# plafonada



## kitekoa

Buenas noches!!
Como siempre que me pongo a traducir...necesito una ayudita!
Plafonada:
Puertas en madera plafonada a dos caras...
¿?
Thankxxxxxx


----------



## Edwin

¿Puedes dar una definición (en castellano) de plafonado o plafonar? No puedo encontrar una definición. Me imagino que a dos caras se traduciría "on both sides".  Sería "wooden doors ??? on both sides". La palabra más cercana que pude encontrar fue plafón-- soffit, pero eso no tiene sentido para mí aquí.


----------



## Lynne

would the word 'beam', or 'archway' have the same meaning in the context? A soffit is the under-side of some feature of a building, like an arch, or an overhanging, a staircase, the ceiling etc.
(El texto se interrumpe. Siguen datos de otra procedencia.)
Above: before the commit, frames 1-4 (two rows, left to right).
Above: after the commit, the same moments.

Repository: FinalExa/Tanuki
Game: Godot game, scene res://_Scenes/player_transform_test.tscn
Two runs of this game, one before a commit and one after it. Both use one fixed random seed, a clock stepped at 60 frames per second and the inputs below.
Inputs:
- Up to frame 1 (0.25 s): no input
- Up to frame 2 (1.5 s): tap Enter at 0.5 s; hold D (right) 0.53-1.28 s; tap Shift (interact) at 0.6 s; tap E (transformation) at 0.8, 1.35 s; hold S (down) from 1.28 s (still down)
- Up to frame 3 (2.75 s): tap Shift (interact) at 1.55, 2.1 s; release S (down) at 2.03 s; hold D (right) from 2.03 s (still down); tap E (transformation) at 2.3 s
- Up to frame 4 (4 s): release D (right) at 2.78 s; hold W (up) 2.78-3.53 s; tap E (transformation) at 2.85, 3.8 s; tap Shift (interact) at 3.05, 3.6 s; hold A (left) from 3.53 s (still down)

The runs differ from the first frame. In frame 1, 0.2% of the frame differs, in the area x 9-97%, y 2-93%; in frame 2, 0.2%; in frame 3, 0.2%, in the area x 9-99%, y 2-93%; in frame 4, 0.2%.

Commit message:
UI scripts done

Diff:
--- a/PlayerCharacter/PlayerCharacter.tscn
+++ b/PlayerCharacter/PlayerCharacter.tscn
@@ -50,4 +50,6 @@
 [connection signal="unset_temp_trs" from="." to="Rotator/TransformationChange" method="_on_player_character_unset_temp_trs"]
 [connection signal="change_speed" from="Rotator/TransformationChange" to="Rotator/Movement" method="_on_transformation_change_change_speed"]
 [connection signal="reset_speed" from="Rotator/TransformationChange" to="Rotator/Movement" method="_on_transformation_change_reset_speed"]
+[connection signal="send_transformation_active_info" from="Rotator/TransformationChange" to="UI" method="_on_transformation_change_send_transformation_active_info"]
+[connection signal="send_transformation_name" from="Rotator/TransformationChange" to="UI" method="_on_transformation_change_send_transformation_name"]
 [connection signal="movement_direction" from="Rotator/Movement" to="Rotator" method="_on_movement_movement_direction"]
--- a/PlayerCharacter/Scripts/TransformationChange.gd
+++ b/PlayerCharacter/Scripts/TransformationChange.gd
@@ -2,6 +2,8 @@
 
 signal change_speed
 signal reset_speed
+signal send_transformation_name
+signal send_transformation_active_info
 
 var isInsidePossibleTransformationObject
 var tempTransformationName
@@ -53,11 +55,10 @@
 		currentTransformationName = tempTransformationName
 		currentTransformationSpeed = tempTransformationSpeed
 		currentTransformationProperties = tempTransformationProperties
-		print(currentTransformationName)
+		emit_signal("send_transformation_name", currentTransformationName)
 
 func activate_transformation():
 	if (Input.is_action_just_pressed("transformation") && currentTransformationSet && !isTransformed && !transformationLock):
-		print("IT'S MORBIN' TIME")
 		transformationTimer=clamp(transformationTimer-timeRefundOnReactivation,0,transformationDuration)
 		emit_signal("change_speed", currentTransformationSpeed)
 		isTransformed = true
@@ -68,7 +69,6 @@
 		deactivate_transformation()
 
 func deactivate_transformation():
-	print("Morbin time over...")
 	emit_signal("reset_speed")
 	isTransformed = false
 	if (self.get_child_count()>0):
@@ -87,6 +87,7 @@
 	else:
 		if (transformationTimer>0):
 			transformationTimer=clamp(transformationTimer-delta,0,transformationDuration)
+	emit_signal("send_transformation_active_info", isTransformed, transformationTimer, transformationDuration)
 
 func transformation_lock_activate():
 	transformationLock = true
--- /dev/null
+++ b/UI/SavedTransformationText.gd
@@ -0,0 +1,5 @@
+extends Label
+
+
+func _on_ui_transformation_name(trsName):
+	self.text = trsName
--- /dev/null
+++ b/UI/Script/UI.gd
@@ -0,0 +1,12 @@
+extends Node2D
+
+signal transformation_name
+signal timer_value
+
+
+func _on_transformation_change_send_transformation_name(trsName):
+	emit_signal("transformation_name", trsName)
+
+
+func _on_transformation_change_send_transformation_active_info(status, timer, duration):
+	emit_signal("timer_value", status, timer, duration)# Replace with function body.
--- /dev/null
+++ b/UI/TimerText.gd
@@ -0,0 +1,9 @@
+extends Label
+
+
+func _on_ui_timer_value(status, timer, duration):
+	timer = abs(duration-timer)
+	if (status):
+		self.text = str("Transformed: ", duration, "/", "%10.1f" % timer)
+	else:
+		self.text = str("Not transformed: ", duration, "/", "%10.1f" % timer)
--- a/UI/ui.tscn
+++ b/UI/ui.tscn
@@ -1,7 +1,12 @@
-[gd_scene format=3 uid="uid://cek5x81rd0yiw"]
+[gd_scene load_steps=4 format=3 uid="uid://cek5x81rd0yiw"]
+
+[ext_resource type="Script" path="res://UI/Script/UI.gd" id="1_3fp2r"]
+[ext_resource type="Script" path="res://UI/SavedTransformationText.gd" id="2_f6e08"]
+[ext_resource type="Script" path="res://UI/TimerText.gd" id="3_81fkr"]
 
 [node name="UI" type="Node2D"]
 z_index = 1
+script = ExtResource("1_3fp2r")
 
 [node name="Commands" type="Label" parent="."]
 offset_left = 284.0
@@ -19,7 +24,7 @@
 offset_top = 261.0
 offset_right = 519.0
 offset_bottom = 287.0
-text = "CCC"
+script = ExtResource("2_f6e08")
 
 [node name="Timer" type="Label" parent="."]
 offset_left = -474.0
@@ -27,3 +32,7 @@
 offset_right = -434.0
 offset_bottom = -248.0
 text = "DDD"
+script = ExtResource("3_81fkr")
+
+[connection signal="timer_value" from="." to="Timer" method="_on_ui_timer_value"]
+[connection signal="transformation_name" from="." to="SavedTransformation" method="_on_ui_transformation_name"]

Pero como Edwin, no puedo encontrar la palabra "plafonada", solo plafón que significa soffit. ..

??
sorry!


----------



## kitekoa

Creo que el plafonado (segun he visto) es un sobre relieve dentro de la moldura....
Son palabras tecnicas que no estoy acostumbrada a manejar.
Gracias por vuestras aportaciones


----------



## kitekoa

Corrijo: una puerta que no es lisa, sino que tiene huecos, por ejemplo una puerta con dos cuadrados de cristal, pueden estar tapados con cristal, madera u otro material, cada hueco creo que es un plafon.
No se si me explico, mirad este link (lo he escrtito separado porque no me dejan adjuntarlo en cada hueco hay un punto)...
www artevi com / index asp

Que lio...


----------



## chick

DOORS THAT HAVE THE SAME DISIGN INSIDE AND OUTSIDE


----------



## kitekoa

I dont think that´s my solution, ´cause it could be also plafonada only in one side, don´t you think?


----------



## chick

Dos Caras ....¿ No Quiere Decir Dos Lados ?


----------



## kitekoa

Si, son dos lados, dos caras...
Pero la palabra plafonada, ¿quiere decir que esta en los dos lados/caras?
Yo creia que era como un diseño en bajorelieve, o relieve, o hueco...y no tenia por que ser en las dos caras...
no se


----------



## Edwin

Tal vez:  ¿"wooden doors with moulding  on  both sides" ?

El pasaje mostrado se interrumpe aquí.